__Extracted data entries__
# # # #
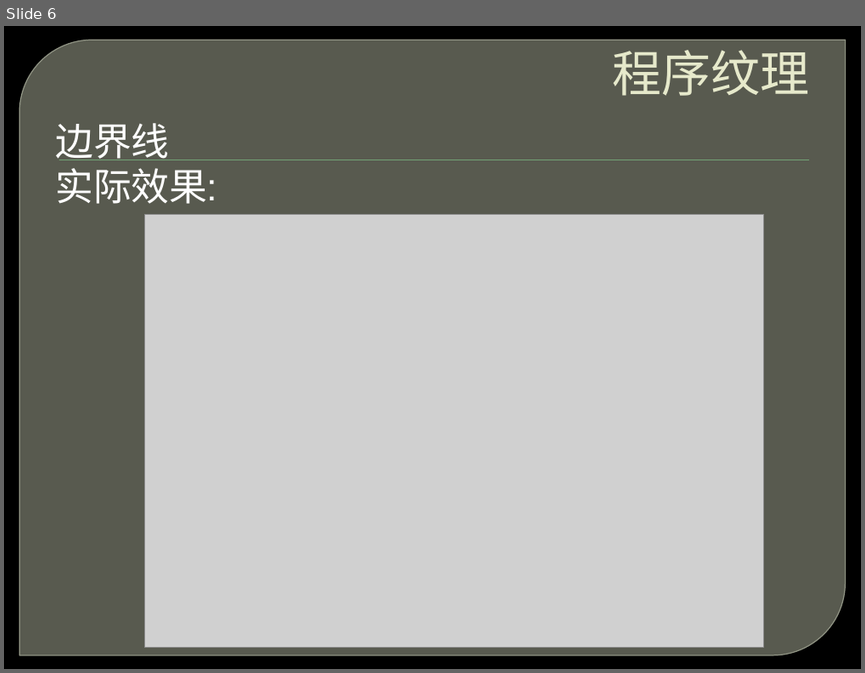
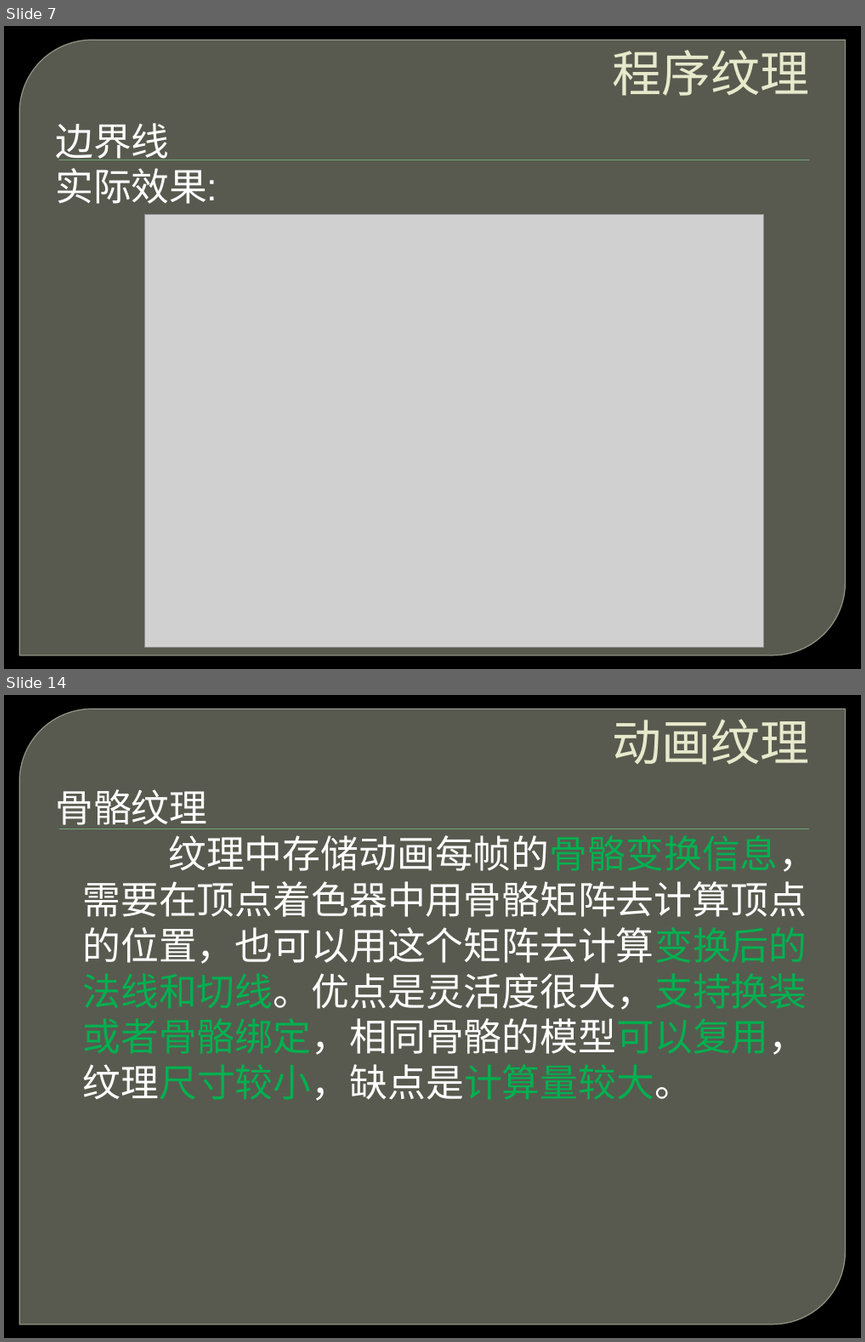
Before and after one commit to ForeverZack/ShaderBrowser, a slide deck: 程序纹理动画纹理.pptx. Shown one above the other, each under a label of ours: slide 6 before the commit, slides 7 and 14 after it; the slides between them are not shown. The pictures are 865x673 and 865x1342 pixels, drawn with LibreOffice and Linux fonts; fonts in the diff are those of the drawing; grey boxes stand for pictures; background and template pictures are left out. Boxes give left, top, right and bottom in pixels: in the first picture for what was removed or moved away, otherwise in the second. Text is boxed around its words. In the diff, an @@ line names an element or a change of style, - is before the commit and + after.

```diff
--- a/程序纹理动画纹理.pptx
+++ b/程序纹理动画纹理.pptx
@@ slide 14 added at [4, 695, 861, 1338], background picture (left out); not listed: 2 template elements that a slide beside it also shows @@
@@ title added at [613, 719, 810, 765], 41.4 pt, text #E7EACB @@
+动画纹理
@@ text added at [55, 789, 817, 1100], 32 pt, text #FFFFFF @@
+骨骼纹理
+纹理中存储动画每帧的骨骼变换信息，需要在顶点着色器中用骨骼矩阵去计算顶点的位置，也可以用这个矩阵去计算变换后的法线和切线。优点是灵活度很大，支持换装或者骨骼绑定，相同骨骼的模型可以复用，纹理尺寸较小，缺点是计算量较大。
@@ what was slide 6 is now slide 7 @@
```
Also in this commit, not shown: 6 slides changed, 9 other slides added.
# # # #
Since only the text is needed, retype the data above exactly and omit the pictures.

Before and after one commit to ForeverZack/ShaderBrowser, a slide deck: 程序纹理动画纹理.pptx. Shown one above the other, each under a label of ours: slide 6 before the commit, slides 7 and 14 after it; the slides between them are not shown. The pictures are 865x673 and 865x1342 pixels, drawn with LibreOffice and Linux fonts; fonts in the diff are those of the drawing; grey boxes stand for pictures; background and template pictures are left out. Boxes give left, top, right and bottom in pixels: in the first picture for what was removed or moved away, otherwise in the second. Text is boxed around its words. In the diff, an @@ line names an element or a change of style, - is before the commit and + after.

```diff
--- a/程序纹理动画纹理.pptx
+++ b/程序纹理动画纹理.pptx
@@ slide 14 added at [4, 695, 861, 1338], background picture (left out); not listed: 2 template elements that a slide beside it also shows @@
@@ title added at [613, 719, 810, 765], 41.4 pt, text #E7EACB @@
+动画纹理
@@ text added at [55, 789, 817, 1100], 32 pt, text #FFFFFF @@
+骨骼纹理
+纹理中存储动画每帧的骨骼变换信息，需要在顶点着色器中用骨骼矩阵去计算顶点的位置，也可以用这个矩阵去计算变换后的法线和切线。优点是灵活度很大，支持换装或者骨骼绑定，相同骨骼的模型可以复用，纹理尺寸较小，缺点是计算量较大。
@@ what was slide 6 is now slide 7 @@
```
Also in this commit, not shown: 6 slides changed, 9 other slides added.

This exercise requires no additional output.